If you need help, Boulder County Public health has programs to help with drug addiction. If you don't live in Boulder County, they suggest you seek help at Linkingcare.com.

9NEWS also checked in with the Denver County Coroner about heroin deaths over the past few years. The coroner's office doesn't specifically track heroin deaths. Here is the statement they gave us:

"Heroin increased from 4.0 to 27.9 percent of Denver drug-related decedents from 2004 to 2012. The reason for this discrepancy had to do with detection of 6-monoacetylmorphine (6-MAM) in the blood and/or urine toxicology of the deceased as part of the autopsy. Heroin is metabolized into 6-MAM then into morphine. Also, heroin typically contains codeine because codeine naturally occurs in the opium poppy plant (from which heroin is produced). The 6-MAM needs to be present to confirm that heroin was related to the cause of death.

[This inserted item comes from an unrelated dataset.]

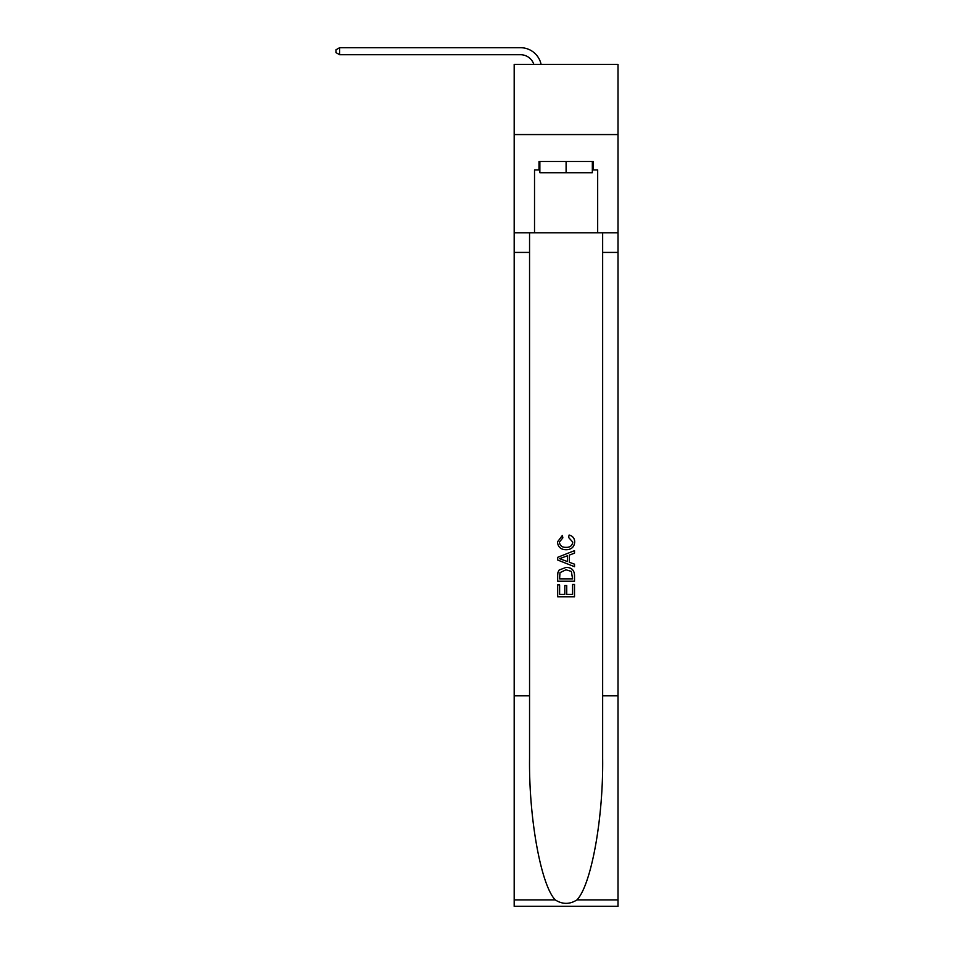 <?xml version="1.0" encoding="UTF-8"?>
<svg xmlns="http://www.w3.org/2000/svg" width="954" height="954" viewBox="0 0 954 954"><rect width="100%" height="100%" fill="white"/><g stroke="black" fill="none" stroke-linecap="round" stroke-linejoin="round"><path stroke-width="1.43" d="M618.013 134.562L618.013 64.395L514.182 64.395L514.182 134.562L618.013 134.562L618.013 232.776L597.669 232.776L597.669 169.919L593.185 169.919L593.185 161.5L539.022 161.5L539.022 169.919L539.857 169.919M520.502 47.7L339.624 47.7L520.502 47.7A21.048 21.048 0 0 1 541.097 64.395M592.339 161.5L592.339 172.722L539.857 172.722L539.857 161.5M566.104 161.5L566.104 172.722M572.567 584.468L572.567 594.402L566.736 594.402L572.567 594.402L572.567 584.468L574.511 584.468L574.511 596.775L557.673 596.775L557.673 584.897L557.673 596.775M564.804 585.553L564.804 594.402L559.616 594.402L564.804 594.402L564.804 585.553L566.736 585.553L566.736 594.402M559.127 570.051L557.923 572.495L559.127 570.051L566.008 567.415C571.386 567.391 574.225 569.991 574.511 575.202L574.511 581.236L557.673 581.236L557.673 575.477L557.673 581.236M569.121 535.039L568.572 537.412L569.121 535.039C572.686 535.969 574.558 538.259 574.725 541.908C574.272 547.083 571.351 549.683 565.972 549.719L565.972 549.719C560.797 549.599 557.959 547.024 557.458 541.955L562.347 535.468M576.955 899.896L618.013 899.896L618.013 906.3L514.182 906.3L514.182 695.824L529.553 695.824L529.553 758.394C528.802 818.21 540.93 885.026 555.24 899.896C562.478 904.511 569.717 904.511 576.955 899.896C591.265 885.026 603.405 818.21 602.654 758.394L602.654 232.776M557.673 557.339L557.673 560.01L574.511 566.7L557.673 560.01L557.673 557.339L574.511 550.649L557.673 557.339M602.654 695.824L618.013 695.824L618.013 232.776M514.182 695.824L514.182 134.562M529.553 232.776L529.553 695.824M618.013 899.896L618.013 695.824M514.182 232.776L534.526 232.776L534.526 169.919L539.022 169.919M534.526 232.776L597.669 232.776M592.339 169.919L593.185 169.919M562.359 535.468L562.86 537.841L559.402 542.075C559.903 545.712 562.085 547.465 565.961 547.346C569.896 547.548 572.173 545.807 572.782 542.134L568.572 537.412M574.511 550.649L574.511 553.165L569.335 555.085L569.335 562.264L574.511 564.184L574.511 566.7M562.729 559.819L567.391 561.548L567.391 555.8L559.616 558.674L562.729 559.819M567.391 555.8L567.391 561.548M557.673 575.477L557.923 572.495M571.374 571.41L572.567 578.863L571.374 571.41L565.961 569.788L559.962 572.662L559.616 578.863L572.567 578.863L559.616 578.863M557.673 584.897L559.616 584.897L559.616 594.402M533.835 64.395A14.036 14.036 0 0 0 520.502 54.712A14.036 14.036 0 0 1 533.835 64.395A14.036 14.036 0 0 0 520.502 54.712A14.036 14.036 0 0 1 533.835 64.395A14.036 14.036 0 0 0 520.502 54.712A14.036 14.036 0 0 1 533.835 64.395A14.036 14.036 0 0 0 520.502 54.712A14.036 14.036 0 0 1 533.835 64.395A14.036 14.036 0 0 0 520.502 54.712A14.036 14.036 0 0 1 533.835 64.395A14.036 14.036 0 0 0 520.502 54.712A14.036 14.036 0 0 1 533.835 64.395A14.036 14.036 0 0 0 520.502 54.712A14.036 14.036 0 0 1 533.835 64.395A14.036 14.036 0 0 0 520.502 54.712A14.036 14.036 0 0 1 533.835 64.395A14.036 14.036 0 0 0 520.502 54.712A14.036 14.036 0 0 1 533.835 64.395A14.036 14.036 0 0 0 520.502 54.712A14.036 14.036 0 0 1 533.835 64.395A14.036 14.036 0 0 0 520.502 54.712A14.036 14.036 0 0 1 533.835 64.395A14.036 14.036 0 0 0 520.502 54.712A14.036 14.036 0 0 1 533.835 64.395A14.036 14.036 0 0 0 520.502 54.712A14.036 14.036 0 0 1 533.835 64.395A14.036 14.036 0 0 0 520.502 54.712A14.036 14.036 0 0 1 533.835 64.395A14.036 14.036 0 0 0 520.502 54.712L339.624 54.712L335.987 52.613L335.987 49.799L339.624 47.7L339.624 54.712M602.654 252.428L618.013 252.428M529.553 252.428L514.182 252.428M514.182 899.896L555.24 899.896"/></g></svg>

However, this metabolite has a very short half-life and may be undetectable by the time blood work is done as part of an autopsy; whereas morphine and codeine will very likely be present in the blood toxicology. Starting in 2008, the Denver Office of the Medical Examiner (OME) began efforts to more definitively diagnose heroin mortality due to changes in the lab testing they use (i.e., looking for 6-MAM in urine). As a result, more heroin deaths were identified in 2008 (N=27), 2009 (N=49), 2010 (N=35), 2011 (N=49) and 2012 (N=41) than in any year from 2003 through 2007. Consequently, the number of morphine and codeine deaths has declined, especially in 2010 through 2012. The combination of heroin and cocaine (typically called a speedball) was found among 2.6 to 11.1 percent of Denver drug related decedents from 2005 to 2012."